§ PROBLEM DETAILS
Lines from the beginning of the entries up to and including the one with "both: (124, 368, 284, 537)" must be duplicated word for word; leave out all others.

══ RECORDED INFORMATION

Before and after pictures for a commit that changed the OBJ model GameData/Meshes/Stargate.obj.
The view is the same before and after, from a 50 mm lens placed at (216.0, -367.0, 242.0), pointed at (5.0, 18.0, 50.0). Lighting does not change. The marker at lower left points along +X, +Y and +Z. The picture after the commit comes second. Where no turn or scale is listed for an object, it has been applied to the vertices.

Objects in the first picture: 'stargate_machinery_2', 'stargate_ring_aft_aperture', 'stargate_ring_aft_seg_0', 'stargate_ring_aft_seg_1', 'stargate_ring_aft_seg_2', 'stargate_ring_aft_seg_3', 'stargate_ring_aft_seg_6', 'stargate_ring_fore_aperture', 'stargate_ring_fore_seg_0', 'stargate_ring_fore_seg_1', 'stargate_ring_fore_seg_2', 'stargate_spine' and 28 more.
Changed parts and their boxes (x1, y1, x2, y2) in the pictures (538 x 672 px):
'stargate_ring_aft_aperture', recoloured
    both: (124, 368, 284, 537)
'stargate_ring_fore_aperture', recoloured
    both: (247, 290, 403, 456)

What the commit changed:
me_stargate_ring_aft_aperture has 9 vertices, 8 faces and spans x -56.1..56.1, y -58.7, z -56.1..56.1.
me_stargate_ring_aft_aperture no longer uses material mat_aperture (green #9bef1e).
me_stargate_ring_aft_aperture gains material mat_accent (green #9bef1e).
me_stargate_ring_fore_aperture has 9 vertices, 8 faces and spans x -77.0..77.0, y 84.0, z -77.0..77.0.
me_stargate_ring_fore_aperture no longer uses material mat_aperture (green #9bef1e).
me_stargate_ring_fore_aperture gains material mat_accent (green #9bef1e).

════

§ SOLUTION TO THIS PROBLEM
Before and after pictures for a commit that changed the OBJ model GameData/Meshes/Stargate.obj.
The view is the same before and after, from a 50 mm lens placed at (216.0, -367.0, 242.0), pointed at (5.0, 18.0, 50.0). Lighting does not change. The marker at lower left points along +X, +Y and +Z. The picture after the commit comes second. Where no turn or scale is listed for an object, it has been applied to the vertices.

Objects in the first picture: 'stargate_machinery_2', 'stargate_ring_aft_aperture', 'stargate_ring_aft_seg_0', 'stargate_ring_aft_seg_1', 'stargate_ring_aft_seg_2', 'stargate_ring_aft_seg_3', 'stargate_ring_aft_seg_6', 'stargate_ring_fore_aperture', 'stargate_ring_fore_seg_0', 'stargate_ring_fore_seg_1', 'stargate_ring_fore_seg_2', 'stargate_spine' and 28 more.
Changed parts and their boxes (x1, y1, x2, y2) in the pictures (538 x 672 px):
'stargate_ring_aft_aperture', recoloured
    both: (124, 368, 284, 537)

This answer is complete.